In 21st Century America, a victim of crime can’t lodge an accusation without risking the full glare of the profit-driven media. The police can’t do their jobs without the full weight of America’s credulous and ill-trained amateur detectives (equipped with all of the experience that CSI and Law and Order affords) being brought to bear. Prosecutors can’t make considered decisions without Nancy Grace and her acolytes demanding their version of appropriate action. While the internet is alive with suggestions, demands, and petitions that aim to fix “the problem”, the real issues of the Anthony case (and Willingham before) go unattended. The justice system is not an entertainment vehicle; let’s work to take the media whores off the street.

The Rational Middle is listening…

3 thoughts on “Caylee Anthony In Perspective

  1. Thanks for the attention on this subject. My wife is one of those outraged by the acquittal and I have been looking for some ideas on how to discuss this with her in an objective, unemotional way.

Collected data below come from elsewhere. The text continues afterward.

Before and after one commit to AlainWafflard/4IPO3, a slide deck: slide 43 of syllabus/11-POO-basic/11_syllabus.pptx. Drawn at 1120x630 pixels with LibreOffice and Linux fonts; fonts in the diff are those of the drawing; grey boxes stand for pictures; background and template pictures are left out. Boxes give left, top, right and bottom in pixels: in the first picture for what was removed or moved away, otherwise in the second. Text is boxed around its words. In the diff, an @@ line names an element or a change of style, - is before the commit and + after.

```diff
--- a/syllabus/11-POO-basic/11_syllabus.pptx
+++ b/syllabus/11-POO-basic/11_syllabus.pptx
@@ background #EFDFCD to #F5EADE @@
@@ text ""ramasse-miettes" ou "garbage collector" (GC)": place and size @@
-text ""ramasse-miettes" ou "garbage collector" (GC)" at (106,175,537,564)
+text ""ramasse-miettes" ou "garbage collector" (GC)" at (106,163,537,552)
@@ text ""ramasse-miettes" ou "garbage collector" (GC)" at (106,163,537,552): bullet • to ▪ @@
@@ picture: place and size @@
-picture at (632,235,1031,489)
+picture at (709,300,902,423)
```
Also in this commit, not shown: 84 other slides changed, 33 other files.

    It’s kind of strange how people react to this sort of thing. I mean, there are something like 6 million children that starve to death every year and there is never any justice for them. They die in total anonymity after years of suffering, but no one is ever brought to justce for this tragedy. Then one American girl dies and everyone freaks out. I guess if the media spent as much time focused on even a small part of the tragic deaths that happen every day it would cease to become a source of income for them because Americans would become bored with it pretty quickly.

  2. Another great writing from the Rational Middle. I concur on your assessment of the media whores and I concur on Carver’s jury assessment. I am one of those who got caught up in the case and from what I saw through the media; I thought it was a slam dunk conviction. Even though, I have an education, my wife was a paralegal and I am suspicious by nature, I thought the Prosecution proved she was guilty of some type of murder. Then, I started to think of what I had been able to see versus what the jury was able to use to make their decision. Maybe it is not the media or the juries, but maybe it is all the little things that have crept into our legal system over the years. One of them is allowing cameras into the court another would be what Carver wrote about the way we select juries. I’m sure there are at least 10 or 12 people in every district that are smart enough to understand the BS that attorneys try to pull off and that can be fair and honest. But, I know most people cannot take off the time for a trial. So, we get the people who are in between jobs or people who fit the perfect demographic the Defense can bargain with the Prosecution. Also, I’m not so sure the Prosecution wasn’t playing to the cameras where the Defense was playing to the jury. I guess I’m skewed by what I was fed by the media. But it has been fun watching the media tip toe around this to not hurt their cash cow. Mark Oldham

  3. I think it’s time to consider how juries are selected. I agree the media circuses that arises from high profile cases sours our judicial system, however, the basic incompetence of a jury of uneducated (in the law) individuals has to be considered.
    When lawyers (both prosecution and defense) can weed out those potential jurors that may be inclined to actually evaluate the evidence in an unbiased way and go with those that are more inclined to be swayed by an emotional appeal.
    Certain professions are very likely to be dismissed – people associated with the legal profession, doctors, teachers, policemen,scientists etc., thus resulting in a fair number of morons on the jury subject to irrational emotional judgments. People that can accept an abduction by aliens defense as constituting reasonable doubt.
    Until that is addressed we will continue to see miscarriages of justice as was demonstrated in the Anthony trial.